Certainly, the iceberg was the proximate cause that sunk the Titanic. What was the root cause? “When it was designed, it was fatally flawed!” he thundered. Fingering the iceberg as the reason the Titanic sunk is akin to treating the symptom and not the cause. It doesn’t matter how many iceberg-detecting devices you build, a poor design trumps mother nature – or human stupidity – every time.

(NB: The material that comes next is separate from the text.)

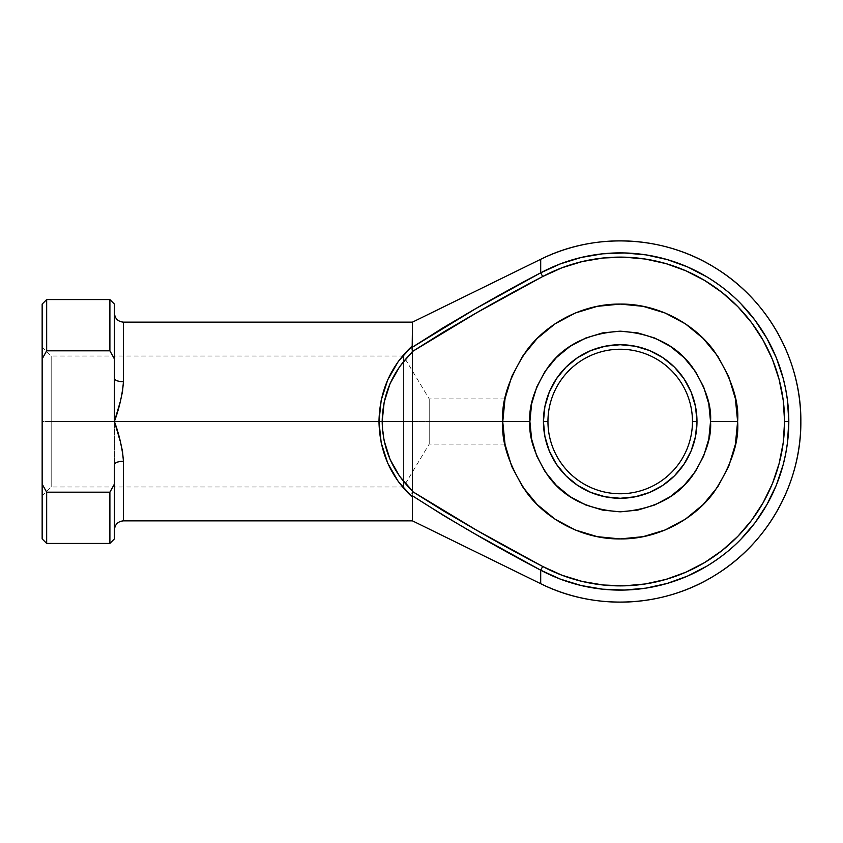 <?xml version="1.0" encoding="UTF-8"?>
<svg xmlns="http://www.w3.org/2000/svg" width="843" height="843" viewBox="0 0 843 843"><rect width="100%" height="100%" fill="white"/><g stroke="black" fill="none" stroke-linecap="round" stroke-linejoin="round"><path stroke-width="0.63" stroke-dasharray="4.21 3.16" d="M692.461 421.5A72.256 72.256 0 0 1 620.206 493.756A72.256 72.256 0 0 1 547.95 421.5L543.429 421.5A76.776 76.776 0 0 0 620.206 498.276A76.776 76.776 0 0 0 696.982 421.5L692.461 421.5A72.256 72.256 0 0 0 620.206 349.244A72.256 72.256 0 0 0 547.95 421.5A72.256 72.256 0 0 0 620.206 493.756A72.256 72.256 0 0 0 692.461 421.5L696.982 421.5A76.776 76.776 0 0 0 620.206 344.724A76.776 76.776 0 0 0 543.429 421.5L547.95 421.5A72.256 72.256 0 0 1 620.206 349.244A72.256 72.256 0 0 1 692.461 421.5M502.871 425.905L502.786 421.5L502.871 425.905L502.786 421.5L529.889 421.5C528.677 437.201 534.704 455.262 547.95 475.694C563.63 497.612 587.719 509.657 620.206 511.817C652.693 509.657 676.781 497.612 692.461 475.694C705.717 455.262 711.734 437.201 710.533 421.5C711.734 405.799 705.717 387.738 692.461 367.306C676.781 345.388 652.693 333.343 620.206 331.183C587.719 333.343 563.63 345.388 547.95 367.306C534.704 387.738 528.677 405.799 529.889 421.5L502.786 421.5C501.227 401.089 509.046 377.611 526.274 351.046C544.293 325.83 580.342 303.617 620.206 304.081C660.069 303.617 696.128 325.83 714.137 351.046C731.366 377.611 739.195 401.089 737.625 421.5L710.533 421.5L708.794 403.881L703.652 386.937L695.306 371.32L684.073 357.632L670.385 346.399L654.769 338.054L637.824 332.911L620.206 331.183L602.587 332.911L585.643 338.054L570.026 346.399L556.338 357.632L545.105 371.32L536.759 386.937L531.617 403.881L529.889 421.5L531.617 439.119L536.759 456.063L545.105 471.68L556.338 485.368L570.026 496.601L585.643 504.946L602.587 510.089L620.206 511.817L637.824 510.089L654.769 504.946L670.385 496.601L684.073 485.368L695.306 471.68L703.652 456.063L708.794 439.119L710.533 421.5L737.625 421.5L735.37 398.591L728.689 376.568M504.894 399.35L502.786 421.5L429.213 421.5L429.213 444.082L429.213 421.5L403.439 421.5L403.439 486.98L403.439 421.5L51.181 421.5L51.181 486.98L51.181 421.5L42.15 421.5L42.15 496.011L42.15 421.5L51.181 421.5L51.181 486.98L51.181 421.5L403.439 421.5L403.439 486.98L403.439 421.5L429.213 421.5L429.213 444.082L429.213 421.5L502.786 421.5L504.894 443.639M440.931 329.097L412.185 347.348L412.469 322.142L412.469 345.735L398.349 361.341L387.759 379.761L381.205 400.13L378.981 421.5L381.205 442.87L387.759 463.239L398.349 481.659L412.469 497.265L412.185 495.652L443.587 515.516L475.642 534.304L540.7 570.184L540.7 583.704L540.7 570.184L560.469 579.162L581.227 585.537M624.326 590.047L645.949 588.129L667.15 583.44L687.572 576.064L706.877 566.127C720.544 557.687 731.882 548.73 740.871 539.257L755.001 522.776L766.898 504.609L776.371 485.073L783.242 464.472L785.665 453.892L787.415 443.165L788.806 421.5L787.415 399.835L785.665 389.108L783.242 378.528L776.371 357.927L766.898 338.391L755.001 320.224L740.871 303.743C731.882 294.27 720.544 285.313 706.877 276.873L687.572 266.936L667.15 259.56L645.949 254.871L624.326 252.953L602.629 253.817L581.227 257.463L560.469 263.838L540.7 272.816L540.7 259.296L540.7 272.816L475.631 308.707L443.587 327.484M123.436 381.795L123.436 322.142L123.436 381.795C117.988 381.563 114.985 380.362 114.406 378.18L114.406 313.111L114.406 421.5L120.338 401.479L122.509 391.574L123.436 381.795C122.361 394.756 119.348 407.991 114.406 421.5L378.981 421.5L114.406 421.5L114.406 313.111L114.406 378.18A9.031 3.614 0 0 0 123.436 381.795M503.113 430.151L503.882 437.454L503.113 430.172M504.651 442.354L503.882 437.454M554.979 323.87L537.181 338.475L522.576 356.262L511.722 376.568L505.041 398.591L502.786 421.5L429.213 421.5L502.786 421.5L503.113 412.838L502.786 421.5L505.073 444.524M503.461 408.95L503.113 412.828M429.213 421.5L429.213 398.918L429.213 421.5L403.439 421.5L429.213 421.5L429.213 398.918L429.213 421.5M475.642 308.696L540.7 272.816A168.6 168.6 0 0 1 788.806 421.5A168.6 168.6 0 0 1 540.7 570.184C496.769 547.223 453.924 522.375 412.185 495.652L412.469 520.858L412.469 497.265C390.762 477.127 379.603 451.869 378.981 421.5L382.174 421.5C382.68 448.845 392.775 472.006 412.469 490.984L412.469 352.016L412.469 490.984L399.645 476.348L390.077 459.403L384.176 440.857L382.174 421.5L384.176 402.143L390.077 383.597L399.645 366.652L412.469 352.016C392.775 370.994 382.68 394.155 382.174 421.5L378.981 421.5C379.603 391.131 390.762 365.873 412.469 345.735L412.132 347.569M412.269 350.361L412.438 351.52L444.314 331.573M542.692 276.536L561.965 267.779L582.197 261.562L603.072 258.011L624.22 257.157L645.306 259.043L665.981 263.617L685.886 270.803L704.706 280.498L722.124 292.521L737.857 306.683L751.64 322.764L763.231 340.467L772.462 359.518L779.164 379.603L783.231 400.372L784.591 421.5L783.231 442.628L779.164 463.397L772.462 483.482L763.231 502.533L751.64 520.236L737.857 536.317L722.124 550.479L704.706 562.502L685.886 572.197L665.981 579.383L645.306 583.957L624.22 585.843L603.072 584.989L582.197 581.438L561.965 575.221L542.692 566.464A164.385 164.385 0 0 0 784.591 421.5A164.385 164.385 0 0 0 542.692 276.536L540.7 272.816M444.314 511.427L412.438 491.48L412.185 495.652L412.438 491.48M703.231 338.475L685.443 323.87L665.138 313.016L643.114 306.336L620.206 304.081L597.297 306.336L575.274 313.016M522.576 486.738L537.181 504.525L554.979 519.13M575.274 529.984L597.297 536.664L620.206 538.919L643.114 536.664L665.138 529.984M703.231 504.525L717.836 486.738L728.689 466.432M735.37 444.409L737.625 421.5C739.195 441.911 731.366 465.389 714.137 491.954C696.128 517.17 660.069 539.383 620.206 538.919C580.342 539.383 544.293 517.17 526.274 491.954C509.046 465.389 501.227 441.911 502.786 421.5M115.986 426.516L114.406 421.5L114.406 538.919L114.406 421.5C119.348 435.009 122.361 448.244 123.436 461.205L122.509 451.426L115.986 426.516M123.436 520.858L123.436 461.205A9.031 3.614 180 0 0 114.406 464.82L114.406 529.889L114.406 464.82C114.985 462.638 117.988 461.437 123.436 461.205L123.436 520.858M109.896 299.571L109.896 350.814L46.671 350.814L46.671 299.571L46.671 350.814L42.15 358.928L42.15 304.081L42.15 484.072L42.15 358.928L46.671 350.814L109.896 350.814L109.896 299.571M109.896 492.186L109.896 543.429L109.896 492.186L114.406 484.072L109.896 492.186L46.671 492.186L109.896 492.186M46.671 543.429L46.671 492.186L46.671 543.429M114.406 304.081L114.406 358.928L109.896 350.814L114.406 358.928L114.406 304.081M403.439 421.5L403.439 356.02L403.439 421.5L51.181 421.5L403.439 421.5L403.439 356.02L403.439 421.5M51.181 421.5L51.181 356.02L51.181 421.5L42.15 421.5L42.15 346.989L42.15 496.011L42.15 421.5L51.181 421.5L51.181 356.02L51.181 421.5M42.15 538.919L42.15 484.072L46.671 492.186L42.15 484.072L42.15 538.919M42.15 421.5L42.15 346.989L42.15 421.5M544.905 406.526L549.278 392.121M635.19 346.199L649.584 350.572M695.507 436.474L691.134 450.879M605.232 496.801L590.827 492.428M504.662 400.636L503.882 405.525M412.111 349.265L412.058 348.254M412.069 348.791L412.122 349.36M412.206 349.961L412.427 351.447M412.111 493.735L412.269 492.639M542.692 566.464L540.7 570.184M504.978 444.082L429.213 444.082L403.439 486.98L51.181 486.98L42.15 496.011M504.978 398.918L429.213 398.918L403.439 356.02L51.181 356.02L42.15 346.989"/><path stroke-width="1.26" d="M581.227 585.537L602.629 589.183L581.227 585.537L560.469 579.162L540.7 570.184A168.6 168.6 0 0 0 788.806 421.5L784.591 421.5A164.385 164.385 0 0 1 542.692 566.464L540.7 570.184L475.631 534.293L443.587 515.516L412.185 495.652L412.469 497.265L398.349 481.659L387.759 463.239L381.205 442.87L378.981 421.5L381.205 400.13L387.759 379.761L398.349 361.341L412.469 345.735L412.469 322.142L412.185 347.348L443.587 327.484L475.642 308.696L540.7 272.816L540.7 259.296A180.644 180.644 0 0 1 800.85 421.5A180.644 180.644 0 0 1 540.7 583.704L540.7 570.184L540.7 583.704C595.474 611.122 664.084 607.624 715.781 574.789C768.026 542.818 801.356 482.744 800.85 421.5C801.356 360.256 768.026 300.182 715.781 268.211C664.084 235.376 595.474 231.878 540.7 259.296L540.7 272.816L560.469 263.838L581.227 257.463L602.629 253.817L624.326 252.953L645.949 254.871L667.15 259.56L687.572 266.936L706.877 276.873C720.544 285.313 731.882 294.27 740.871 303.743L755.001 320.224L766.898 338.391L776.371 357.927L783.242 378.528L785.665 389.108L787.415 399.835L788.806 421.5L787.415 443.165L785.665 453.892L783.242 464.472L776.371 485.073L766.898 504.609L755.001 522.776L740.871 539.257C731.882 548.73 720.544 557.687 706.877 566.127L687.572 576.064L667.15 583.44L645.949 588.129L624.326 590.047L602.629 589.183L624.326 590.047M649.584 350.572L662.861 357.664L674.495 367.211L684.042 378.844L691.134 392.121L695.507 406.526L696.982 421.5L692.461 421.5A72.256 72.256 0 0 0 620.206 349.244A72.256 72.256 0 0 0 547.95 421.5A72.256 72.256 0 0 0 620.206 493.756A72.256 72.256 0 0 0 692.461 421.5L696.982 421.5A76.776 76.776 0 0 1 620.206 498.276A76.776 76.776 0 0 1 543.429 421.5L547.95 421.5A72.256 72.256 0 0 1 620.206 349.244A72.256 72.256 0 0 1 692.461 421.5A72.256 72.256 0 0 1 620.206 493.756A72.256 72.256 0 0 1 547.95 421.5L543.429 421.5L544.905 406.526L549.278 392.121L556.369 378.844L565.916 367.211L577.55 357.664L590.827 350.572L605.232 346.199L620.206 344.724L635.19 346.199L649.584 350.572L662.861 357.664L674.495 367.211L684.042 378.844L691.134 392.121L695.507 406.526L696.982 421.5L695.507 436.474L691.134 450.879L684.042 464.156L674.495 475.789L662.861 485.336L649.584 492.428L635.19 496.801L620.206 498.276L605.232 496.801L590.827 492.428L577.55 485.336L565.916 475.789L556.369 464.156L549.278 450.879L544.905 436.474L543.429 421.5L544.905 406.526M503.113 412.838L502.786 421.5C501.227 441.911 509.046 465.389 526.274 491.954C544.293 517.17 580.342 539.383 620.206 538.919C660.069 539.383 696.128 517.17 714.137 491.954C731.366 465.389 739.195 441.911 737.625 421.5L710.533 421.5C711.734 437.201 705.717 455.262 692.461 475.694C676.781 497.612 652.693 509.657 620.206 511.817C587.719 509.657 563.63 497.612 547.95 475.694C534.704 455.262 528.677 437.201 529.889 421.5L531.617 439.119L536.759 456.063L545.105 471.68L556.338 485.368L570.026 496.601L585.643 504.946L602.587 510.089L620.206 511.817L637.824 510.089L654.769 504.946L670.385 496.601L684.073 485.368L695.306 471.68L703.652 456.063L708.794 439.119L710.533 421.5L708.794 403.881L703.652 386.937L695.306 371.32L684.073 357.632L670.385 346.399L654.769 338.054L637.824 332.911L620.206 331.183L602.587 332.911L585.643 338.054L570.026 346.399L556.338 357.632L545.105 371.32L536.759 386.937L531.617 403.881L529.889 421.5L502.786 421.5L505.041 398.591L511.722 376.568L522.576 356.262L537.181 338.475L554.979 323.87L575.274 313.016L597.297 306.336L620.206 304.081L643.114 306.336L665.138 313.016L685.443 323.87L703.231 338.475L717.836 356.262L728.689 376.568L735.37 398.591L737.625 421.5C739.195 401.089 731.366 377.611 714.137 351.046C696.128 325.83 660.069 303.617 620.206 304.081C580.342 303.617 544.293 325.83 526.274 351.046C509.046 377.611 501.227 401.089 502.786 421.5L529.889 421.5C528.677 405.799 534.704 387.738 547.95 367.306C563.63 345.388 587.719 333.343 620.206 331.183C652.693 333.343 676.781 345.388 692.461 367.306C705.717 387.738 711.734 405.799 710.533 421.5L737.625 421.5L735.37 444.409L728.689 466.432L717.836 486.738L703.231 504.525L685.443 519.13L665.138 529.984L643.114 536.664L620.206 538.919L597.297 536.664L575.274 529.984L554.979 519.13L537.181 504.525L522.576 486.738L511.722 466.432L505.041 444.409L502.786 422.101M504.894 443.65L502.849 425.199M504.704 442.628L503.882 437.475M540.7 259.296L412.469 322.142L123.436 322.142L123.436 381.795L122.509 391.574L120.338 401.479L114.406 421.5L378.981 421.5L114.406 421.5L120.338 441.521L122.509 451.426L123.436 461.205L123.436 520.858L412.469 520.858L412.469 497.265L412.469 520.858L540.7 583.704M504.662 442.364L504.525 441.637M504.188 439.551L504.314 440.352M503.461 408.95L504.894 399.35M477.043 530.458L542.692 566.464C498.213 543.303 454.798 518.308 412.438 491.48L444.314 511.427L476.79 530.321L542.692 566.464L561.965 575.221L582.197 581.438L603.072 584.989L624.22 585.843L645.306 583.957L665.981 579.383L685.886 572.197L704.706 562.502L722.124 550.479L737.857 536.317L751.64 520.236L763.231 502.533L772.462 483.482L779.164 463.397L783.231 442.628L784.591 421.5L783.231 400.372L779.164 379.603L772.462 359.518L763.231 340.467L751.64 322.764L737.857 306.683L722.124 292.521L704.706 280.498L685.886 270.803L665.981 263.617L645.306 259.043L624.22 257.157L603.072 258.011L582.197 261.562L561.965 267.779L542.692 276.536L476.79 312.679L444.314 331.573L412.438 351.52L412.469 490.984L412.438 351.52L399.645 366.652L390.077 383.597L384.176 402.143L382.174 421.5L382.68 431.226L384.176 440.857L390.077 459.403L399.645 476.348L412.469 490.984C392.775 472.006 382.68 448.845 382.174 421.5C382.68 394.155 392.775 370.994 412.469 352.016L412.438 351.52C454.798 324.692 498.213 299.697 542.692 276.536L477.043 312.542M444.314 331.573L476.79 312.679L542.692 276.536A164.385 164.385 0 0 1 784.591 421.5L788.806 421.5A168.6 168.6 0 0 0 540.7 272.816L542.692 276.536L540.7 272.816C496.769 295.777 453.924 320.625 412.185 347.348L412.469 345.735C390.762 365.873 379.603 391.131 378.981 421.5L382.174 421.5L378.981 421.5C379.603 451.869 390.762 477.127 412.469 497.265L412.185 495.652C453.913 522.375 496.759 547.212 540.7 570.184L542.692 566.464L476.79 530.321L444.314 511.427M728.689 376.568L717.836 356.262L703.231 338.475M575.274 313.016L554.979 323.87M505.041 444.409L511.722 466.432L522.576 486.738M554.979 519.13L575.274 529.984M665.138 529.984L685.443 519.13L703.231 504.525M728.689 466.432L735.37 444.409M443.587 327.484L440.931 329.097M412.301 347.274L475.631 308.707M109.896 350.814L109.896 299.571L109.896 350.814L114.406 358.928L114.406 304.081L114.406 378.18L114.406 358.928L109.896 350.814L46.671 350.814L109.896 350.814M42.15 304.081L42.15 484.072L42.15 304.081L46.671 299.571L46.671 350.814L46.671 299.571L109.896 299.571L114.406 304.081M114.406 538.919L114.406 484.072L109.896 492.186L109.896 543.429L114.406 538.919L114.406 464.82L114.406 484.072L109.896 492.186L46.671 492.186L46.671 543.429L46.671 492.186L42.15 484.072L42.15 538.919L46.671 543.429L109.896 543.429L109.896 492.186L46.671 492.186L42.15 484.072L42.15 538.919M42.15 358.928L46.671 350.814L42.15 358.928M114.406 313.111C114.954 318.591 117.967 321.604 123.436 322.142L123.436 381.795A9.031 3.614 0 0 1 114.406 378.18L114.406 421.5C119.348 435.009 122.361 448.244 123.436 461.205C117.988 461.437 114.985 462.638 114.406 464.82A9.031 3.614 180 0 1 123.436 461.205L123.436 520.858C117.967 521.395 114.954 524.409 114.406 529.889M114.406 378.18C114.985 380.362 117.988 381.563 123.436 381.795C122.361 394.756 119.348 407.991 114.406 421.5L114.406 378.18M590.827 492.428L577.55 485.336L565.916 475.789L556.369 464.156L549.278 450.879L544.905 436.474L543.429 421.5A76.776 76.776 0 0 1 620.206 344.724A76.776 76.776 0 0 1 696.982 421.5L695.507 436.474M691.134 450.879L684.042 464.156L674.495 475.789L662.861 485.336L649.584 492.428L635.19 496.801L620.206 498.276L605.232 496.801M549.278 392.121L556.369 378.844L565.916 367.211L577.55 357.664L590.827 350.572L605.232 346.199L620.206 344.724L635.19 346.199M503.882 405.525L504.651 400.646M476.653 312.764L412.438 351.52L412.185 347.348M412.269 350.361L412.427 351.447M412.122 349.36L412.206 349.961M412.111 493.735L412.438 491.48L476.653 530.236M412.058 348.264L412.111 349.265M412.438 491.48L412.269 492.628"/></g></svg>

There is a reason tragedies (like the Titanic) happen over and over again. Identifying the most obvious cause and developing control measures to mitigate the most obvious cause overlooks what Adam Weiner in his great book Don't Try This At Home calls, “a little pride and a lot of bad engineering”. This is what he says:
The Titanic was designed so the hull’s 16 separate buoyant compartments, divided by watertight doors, would stay afloat even if four of its compartments were breached. The iceberg punctured six compartments. The bulkheads dividing the compartments came up to 10 feet above the waterline, beyond which water would flood adjacent sections even if not breached. "If the compartments had been completely watertight, that is, if water could not spill over the tops of the bulkheads, the 'Titanic' would not have sunk," he said.
You know, I’m sure I’ve read something similar about a different tragedy recently. Oh, yeah. It was how the defences at the Fukushima Dai-Ichi nuclear power plant in Japan were built to withstand the largest expected tsunami waves - 5.7 meters. The largest waves were 14 meters. The IAEA report says that "... although tsunami hazards were considered both in the site evaluation and the design of the Fukushima Dai-ichi NPP as described during the meetings and the expected tsunami height was increased to 5.7 m (without changing the licensing documents) after 2002, the tsunami hazard was underestimated."
The point being: There is always an iceberg. The real challenge is looking behind it.